Polen: Primas ruft zum Dialog mit Israel auf

Der katholische Primas, Erzbischof Wojciech Polak, hat in der polnisch-israelischen Krise um ein „Holocaust-Gesetz“ zu Besonnenheit aufgerufen.

„Ich denke, es ist große Sensibilität für unsere Koexistenz nötig“, sagte der Erzbischof von Gnesen der polnischen Nachrichtenagentur KAI. Der Dialog dürfe nicht „gedankenlos unterbrochen“ werden. Die Krise zeigt nach Einschätzung Polaks, wie stark auf beiden Seiten die Überzeugungen seien, die gegenseitiges Verständnis verhinderten. Als Christ habe er aber immer die Hoffnung, dass eine solche Situation zu einer Vertiefung und zu etwas Neuem beitragen könne, wenn man sich gegenseitig zuhöre und gemeinsam nach Lösungen suche. „Als Gläubige, Juden und Christen, ist es unsere Aufgabe, für Versöhnung und Dialog zwischen uns zu beten“, so der Primas.
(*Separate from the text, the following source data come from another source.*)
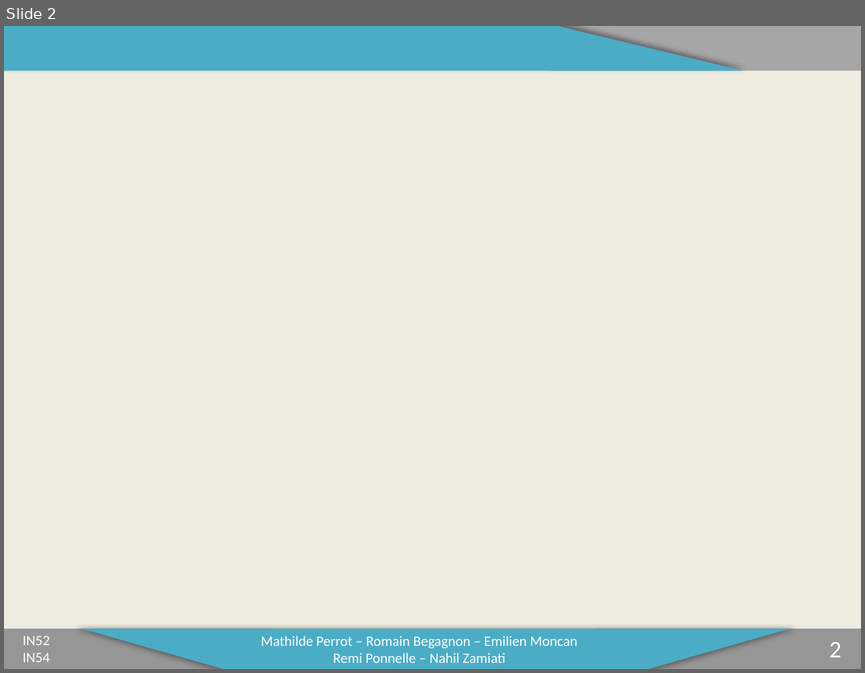
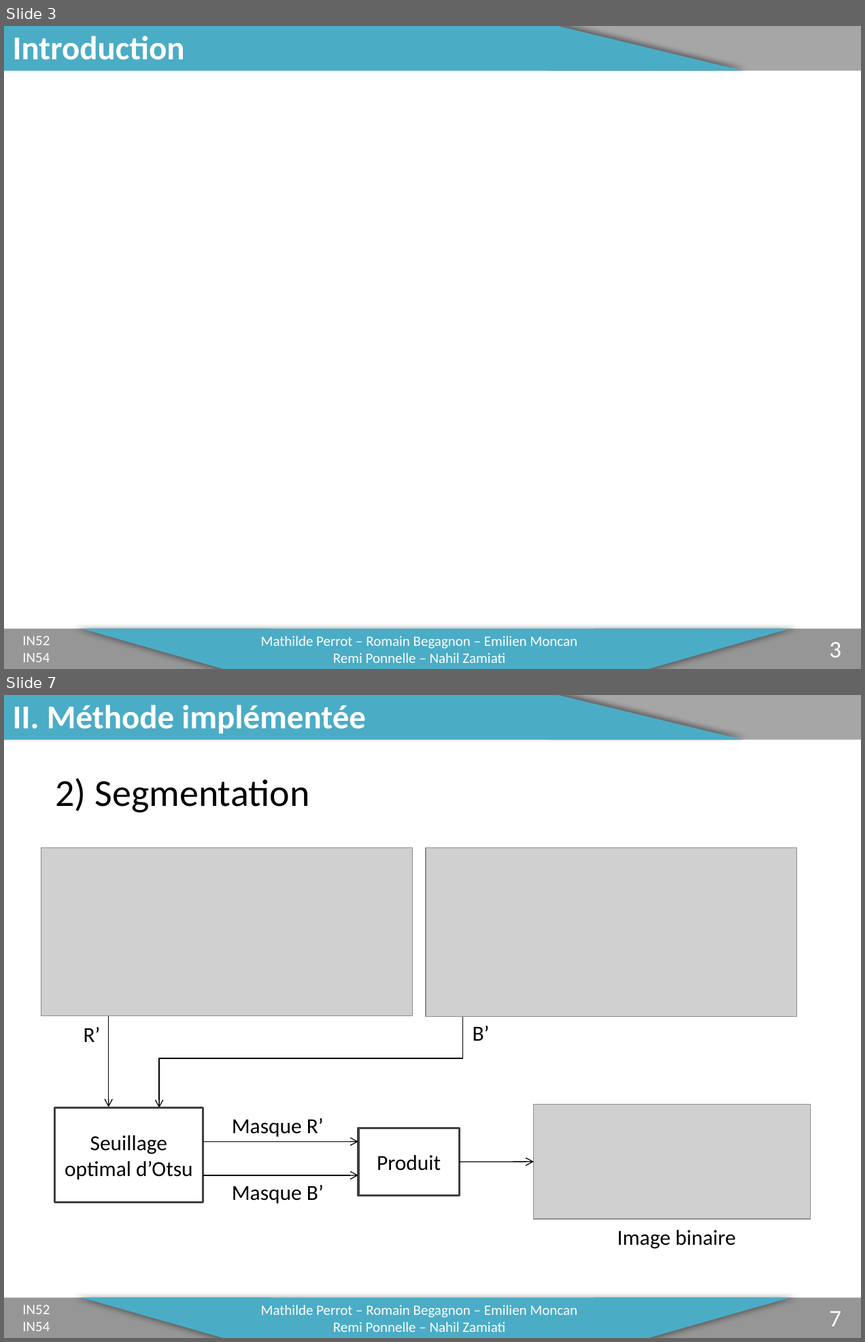
Before and after one commit to mathper/IN, a slide deck: Soutenance.pptx. Shown one above the other, each under a label of ours: slide 2 before the commit, slides 3 and 7 after it; the slides between them are not shown. The pictures are 865x673 and 865x1342 pixels, drawn with LibreOffice and Linux fonts; fonts in the diff are those of the drawing; grey boxes stand for pictures; background and template pictures are left out. Boxes give left, top, right and bottom in pixels: in the first picture for what was removed or moved away, otherwise in the second. Text is boxed around its words. In the diff, an @@ line names an element or a change of style, - is before the commit and + after.

Commit message:
Diapo - partie Méthode implémentée

```diff
--- a/Soutenance.pptx
+++ b/Soutenance.pptx
@@ slide 7 added at [4,695,861,1338], background #FFFFFF; not listed: 5 template elements that a slide beside it also shows @@
@@ title added at [13,705,366,734], 28 pt, text #FFFFFF, bold @@
+II. Méthode implémentée
@@ text added at [56,778,310,813], 32 pt, text #000000 @@
+2) Segmentation
@@ picture added at [41,847,412,1015] @@
@@ picture added at [426,847,797,1016] @@
@@ arrow added from (109, 1009) to (109, 1107), #000000 0.75 pt @@
@@ elbow arrow added from (462, 1008) to (159, 1107), #000000 0.75 pt @@
@@ text added at [84,1027,101,1042], 18 pt, text #000000 @@
+R’
@@ text added at [473,1025,490,1040], 18 pt, text #000000 @@
+B’
@@ rectangle added at [54,1107,203,1202], fill #FFFFFF, outline #404040 2 pt, 18 pt, text #000000 @@
+Seuillage optimal d’Otsu
@@ text added at [232,1118,324,1136], 18 pt, text #000000 @@
+Masque R’
@@ picture added at [534,1104,810,1219] @@
@@ arrow added from (203, 1141) to (358, 1141), #000000 0.75 pt @@
@@ rectangle added at [358,1127,459,1195], fill #FFFFFF, outline #404040 2 pt, 18 pt, text #000000 @@
+Produit
@@ arrow added from (459, 1161) to (534, 1161), #000000 0.75 pt @@
@@ arrow added from (203, 1175) to (358, 1175), #000000 0.75 pt @@
@@ text added at [232,1185,324,1203], 18 pt, text #000000 @@
+Masque B’
@@ text added at [617,1229,736,1249], 18 pt, text #000000 @@
+Image binaire
@@ text added at [22,1304,50,1331], 12 pt, text #FFFFFF @@
+IN52
+IN54
@@ text added at [261,1304,577,1331], 12 pt, text #FFFFFF @@
+Mathilde Perrot – Romain Begagnon – Emilien Moncan
+Remi Ponnelle – Nahil Zamiati
@@ page number added at [829,1310,841,1326], 20 pt, text #FFFFFF @@
+7
@@ what was slide 2 is now slide 3 @@
@@ slide 3 changed as well @@
@@ background #EEECE1 to #FFFFFF @@
@@ title added at [13,36,185,60], 28 pt, text #FFFFFF, bold @@
+Introduction
@@ page number at [829,641,841,657]: text changed @@
-2
+3
```
Also in this commit, not shown: 1 other slide changed, 7 other slides added.

Die Regierungen Polens und Israels streiten über ein vom Parlament in Warschau verabschiedetes Gesetz. Es sieht neben Geldstrafen auch bis zu drei Jahre Haft vor, wenn jemand unter anderem „öffentlich und entgegen den Fakten“ dem polnischen Volk oder Staat die Verantwortung oder Mitverantwortung für von Nazi-Deutschland begangene Verbrechen zuschreibt. Kritiker befürchten, die neue Vorschrift werde Holocaust-Überlebende und Forscher hindern, an die Beteiligung von Polen am deutschen Völkermord an den Juden zu erinnern.